When choosing a mentor, look for someone who is experienced and respected as a leader, as you’ll learn the most from their examples. Make sure to choose a mentor who is honest and will give you constructive feedback.
Your mentor could be a professor who inspires you, a boss who is always challenging you to do better, or even a local business owner you’re friendly with.
It’s also important to choose someone who you feel comfortable with since you’ll spend a lot of time together to build a trusting relationship. Once you’ve found a mentor, meet with them regularly, and be prepared to listen and learn.
5. Determine your goals
As a leader, it’s important to have a clear vision for your team. Without this, it can be difficult to make decisions and provide direction.
To determine your goals, start by thinking about what you want to achieve in both the short-term and long-term. Then, you can start to develop a detailed plan by setting goals that are specific, measurable, achievable, relevant and time-bound.
It’s also important to keep your team in mind when setting goals. Your goals should align with the skills and abilities of your team, and the overall strategy of your organisation.
Once you’ve decided on your goals or strategy, it’s important to communicate that to your team. By sharing your vision, you can inspire and motivate them to work towards a common goal. Clear communication makes sure everyone is on the same page, working towards the same objectives.

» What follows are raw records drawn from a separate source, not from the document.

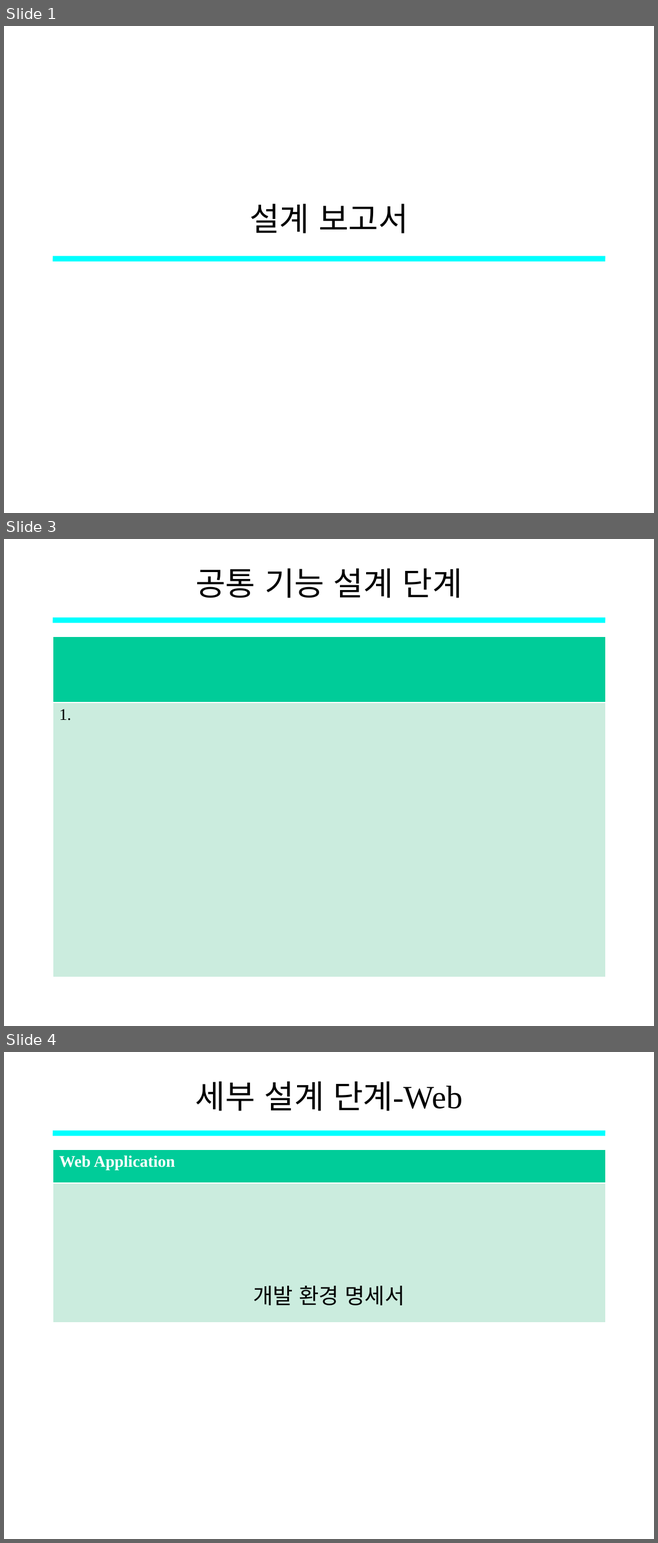
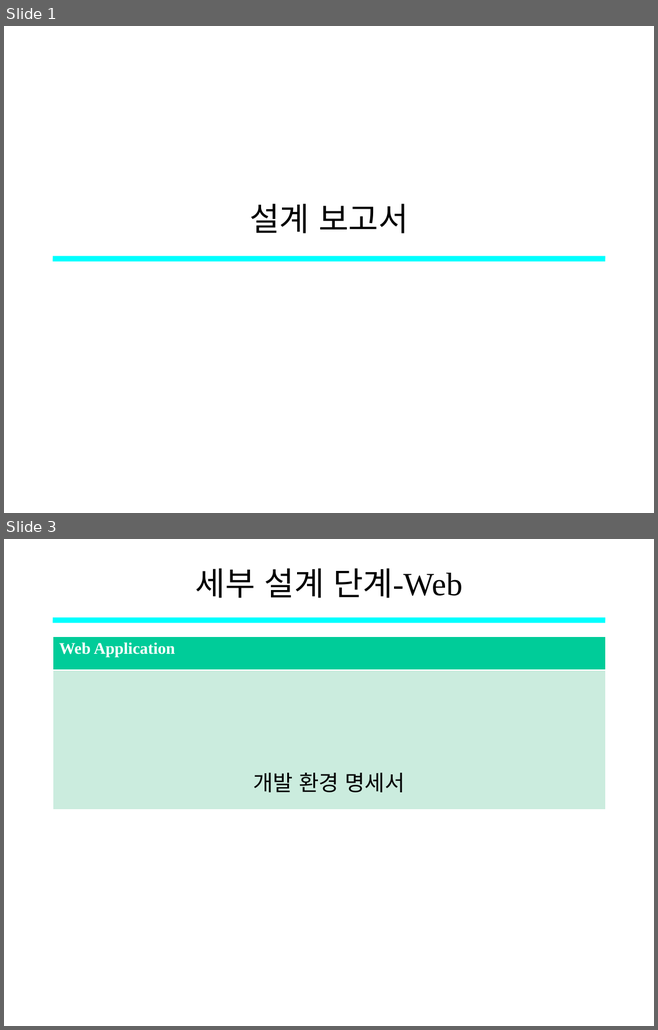
Before and after one commit to easy-day/Team_EU_PTP, a slide deck: 운동하실 프로그램 설계 보고서.ppt. Shown one above the other, each under a label of ours: slides 1, 3 and 4 before the commit, slides 1 and 3 after it; the slides between them are not shown. The pictures are 658x1543 and 658x1030 pixels, drawn with LibreOffice and Linux fonts; fonts in the diff are those of the drawing. Boxes give left, top, right and bottom in pixels: in the first picture for what was removed or moved away, otherwise in the second. Text is boxed around its words. In the diff, an @@ line names an element or a change of style, - is before the commit and + after.

```diff
--- a/운동하실 프로그램 설계 보고서.ppt
+++ b/운동하실 프로그램 설계 보고서.ppt
@@ slide 3 removed at (4,539,654,1026), background #FFFFFF; not listed: 1 template element that a slide beside it also shows @@
@@ title removed at (195,568,462,598) @@
-공통 기능 설계 단계
@@ table removed at (53,636,605,977), 2 rows, 1 columns @@
-
-1.
@@ what was slide 4 is now slide 3 @@
```
Also in this commit, not shown: 1 slide changed, 14 other files.

6. Admit when you fail and move on
Everyone makes mistakes. As a leader, it’s important to admit when you’ve failed and learn from it. This shows your team that you’re human and willing to learn from your mistakes. If you’re willing to accept responsibility, it builds trust and credibility with your team.
Use your failures as opportunities to improve. By reflecting on your mistakes, you’ll identify areas for improvement and adapt your strategy. Sharing your learnings with your team creates a culture of learning and growth.
To learn more about how to improve as a leader and turn your mistakes into positive learnings for yourself and your team, take the People Management Skills course by CIPD.
How do you demonstrate leadership skills
If you’re jostling for a place on the management table at work, those who decide who gets the next promotion will be watching your leadership skills to see if you have what it takes.
But how can you show you have leadership skills without being in a leadership position? After all, you don’t want to be barking orders at colleagues who work in the same job as you.
Well, the truth is, you don’t have to. Leaders may have to give instructions to team members, but that is only a small part of their job. You can focus on displaying the other key leadership skills that will help others, such as:
- Offering to help a colleague who is having problems
- Being supportive and encouraging
- Praising fellow workers for good work
- Giving credit to others
- Showing empathy for people with difficult tasks
- Communicating effectively
- Working to improve team morale in difficult times
You don’t have to start swanning around the office solving disputes and taking on a managerial type persona. Ultimately, many of these items just mean that you’re being a helpful and proactive colleague.
Then, when that interview does come around, you will have plenty of examples of your leadership skills to use. Some of which the people interviewing you will have seen you do first-hand.
Leadership is a complex topic. From setting goals to admitting failure, there are many ways to improve your leadership skills. It’s important to remember that there is no one-size-fits-all approach to leadership. It’s a self-development process that takes introspection, time, and commitment.